Un breve resumen de una cuarta parte, un poco innecesaria, pero disfrutable.

La película fue estrenada el verano de 2019, y nos sitúa después de los hechos de Toy Story 3. Molly, la niña, empieza la escuela y crea un «juguete» a base de un tenedor al que llama Forky. Este no cree ser un juguete, y mientras la familia se va de vacaciones, este salta de la furgoneta, por lo que Woody, Buzz Lightyear y los demás deberán rescatarlo. Por el camino, se cruzarán con Bo Beep, la pastora de las primeras películas. La película termina con Woody yéndose con Bo Beep, abandonando a Molly.
La película, sin compararla con las demás, es bastante buena. Tiene una historia bastante consistente, pero algunos personajes se sienten un tanto desaprovechados (véase el motorista de la portada, que ni me acuerdo de su nombre). Otros, a pesar de su escasa aportación a la trama, si son divertidos e interesantes (véase los dos peluches). La antagonista no llega al nivel de malicia del oso de la tercera película, pero tampoco es mala.
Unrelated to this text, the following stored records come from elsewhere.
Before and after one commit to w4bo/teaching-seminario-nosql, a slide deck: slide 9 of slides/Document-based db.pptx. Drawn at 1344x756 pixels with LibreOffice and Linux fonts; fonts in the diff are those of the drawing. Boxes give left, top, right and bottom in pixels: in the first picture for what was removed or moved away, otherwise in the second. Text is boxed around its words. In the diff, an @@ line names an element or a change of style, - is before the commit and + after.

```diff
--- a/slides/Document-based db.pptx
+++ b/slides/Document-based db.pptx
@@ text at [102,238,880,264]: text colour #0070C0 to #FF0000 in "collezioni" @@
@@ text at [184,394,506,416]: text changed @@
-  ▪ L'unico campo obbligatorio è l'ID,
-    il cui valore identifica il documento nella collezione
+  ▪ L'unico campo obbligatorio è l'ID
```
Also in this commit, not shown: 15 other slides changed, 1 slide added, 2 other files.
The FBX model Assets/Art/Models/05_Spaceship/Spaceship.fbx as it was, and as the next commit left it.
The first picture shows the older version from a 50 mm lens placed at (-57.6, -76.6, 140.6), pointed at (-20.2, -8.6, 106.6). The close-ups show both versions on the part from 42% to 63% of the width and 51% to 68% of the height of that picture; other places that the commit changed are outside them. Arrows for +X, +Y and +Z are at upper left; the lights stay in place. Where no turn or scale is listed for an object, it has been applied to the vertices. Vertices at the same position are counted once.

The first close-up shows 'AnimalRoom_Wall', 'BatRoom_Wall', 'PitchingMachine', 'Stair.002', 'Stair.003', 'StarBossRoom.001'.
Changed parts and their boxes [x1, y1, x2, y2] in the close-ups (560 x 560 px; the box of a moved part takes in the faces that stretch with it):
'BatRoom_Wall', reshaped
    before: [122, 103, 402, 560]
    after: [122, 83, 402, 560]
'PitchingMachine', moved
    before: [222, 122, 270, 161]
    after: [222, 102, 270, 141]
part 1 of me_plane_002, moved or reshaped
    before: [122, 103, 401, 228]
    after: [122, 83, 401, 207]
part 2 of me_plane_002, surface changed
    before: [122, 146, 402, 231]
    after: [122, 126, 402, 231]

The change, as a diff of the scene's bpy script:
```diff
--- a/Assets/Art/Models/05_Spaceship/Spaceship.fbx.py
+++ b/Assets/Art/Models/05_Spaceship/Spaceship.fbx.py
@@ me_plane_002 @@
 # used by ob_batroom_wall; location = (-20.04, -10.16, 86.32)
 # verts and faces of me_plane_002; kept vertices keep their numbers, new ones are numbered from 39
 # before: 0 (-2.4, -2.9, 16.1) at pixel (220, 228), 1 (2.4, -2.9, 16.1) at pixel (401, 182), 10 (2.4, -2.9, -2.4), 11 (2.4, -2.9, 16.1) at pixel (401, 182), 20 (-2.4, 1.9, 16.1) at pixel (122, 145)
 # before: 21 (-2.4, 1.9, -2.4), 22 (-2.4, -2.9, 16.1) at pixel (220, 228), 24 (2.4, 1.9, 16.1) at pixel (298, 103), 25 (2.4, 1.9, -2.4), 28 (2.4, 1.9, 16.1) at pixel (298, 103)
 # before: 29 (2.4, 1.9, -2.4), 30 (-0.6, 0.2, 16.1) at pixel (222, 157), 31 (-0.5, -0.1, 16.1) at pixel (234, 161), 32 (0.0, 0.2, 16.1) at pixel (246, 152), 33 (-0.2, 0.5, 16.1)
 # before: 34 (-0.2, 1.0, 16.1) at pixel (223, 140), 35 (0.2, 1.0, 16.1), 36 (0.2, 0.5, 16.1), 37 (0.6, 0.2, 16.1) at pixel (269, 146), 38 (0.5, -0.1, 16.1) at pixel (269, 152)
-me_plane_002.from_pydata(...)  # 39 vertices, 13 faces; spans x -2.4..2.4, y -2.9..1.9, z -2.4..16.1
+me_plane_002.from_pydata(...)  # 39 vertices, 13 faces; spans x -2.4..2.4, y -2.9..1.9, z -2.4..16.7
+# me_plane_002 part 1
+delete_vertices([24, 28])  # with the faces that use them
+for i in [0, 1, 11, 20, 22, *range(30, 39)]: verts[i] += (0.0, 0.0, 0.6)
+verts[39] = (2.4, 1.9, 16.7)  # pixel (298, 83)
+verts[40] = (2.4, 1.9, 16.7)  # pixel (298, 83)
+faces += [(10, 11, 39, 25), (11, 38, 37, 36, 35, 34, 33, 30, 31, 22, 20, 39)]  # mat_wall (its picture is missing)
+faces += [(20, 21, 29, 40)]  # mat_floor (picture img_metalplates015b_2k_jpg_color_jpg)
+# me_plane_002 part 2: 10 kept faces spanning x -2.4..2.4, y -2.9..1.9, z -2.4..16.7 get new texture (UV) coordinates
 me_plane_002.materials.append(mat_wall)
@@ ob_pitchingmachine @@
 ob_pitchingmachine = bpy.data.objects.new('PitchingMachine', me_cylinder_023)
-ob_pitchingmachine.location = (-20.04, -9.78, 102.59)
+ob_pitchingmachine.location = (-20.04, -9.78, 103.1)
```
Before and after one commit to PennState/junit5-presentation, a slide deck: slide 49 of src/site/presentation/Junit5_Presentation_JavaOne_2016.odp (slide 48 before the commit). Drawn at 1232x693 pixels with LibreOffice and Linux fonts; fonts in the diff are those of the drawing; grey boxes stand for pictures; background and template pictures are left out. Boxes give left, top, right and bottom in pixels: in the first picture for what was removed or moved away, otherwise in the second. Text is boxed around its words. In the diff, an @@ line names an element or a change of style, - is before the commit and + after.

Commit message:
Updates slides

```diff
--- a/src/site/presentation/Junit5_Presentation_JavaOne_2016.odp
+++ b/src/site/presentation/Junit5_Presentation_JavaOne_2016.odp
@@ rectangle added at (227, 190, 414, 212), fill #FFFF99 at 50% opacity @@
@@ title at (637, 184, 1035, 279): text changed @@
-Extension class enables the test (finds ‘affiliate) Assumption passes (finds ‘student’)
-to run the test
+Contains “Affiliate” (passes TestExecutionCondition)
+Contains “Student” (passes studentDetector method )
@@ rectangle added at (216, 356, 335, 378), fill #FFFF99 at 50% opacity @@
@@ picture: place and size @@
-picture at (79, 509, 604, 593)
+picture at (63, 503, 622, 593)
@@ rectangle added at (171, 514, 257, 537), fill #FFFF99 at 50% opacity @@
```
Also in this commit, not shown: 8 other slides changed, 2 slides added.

Ahora, si lo ponemos en perspectiva con el resto de la saga, Toy Story 4 se siente un tanto innecesaria. La tercera entrega ya daba por finalizada la historia, y esta cuarta parte apenas llega al nivel de su antecesora.
Sin embargo, y a pesar de no ser necesaria, la película cumple con las expectativas. Así que la valoraremos con un 7/10.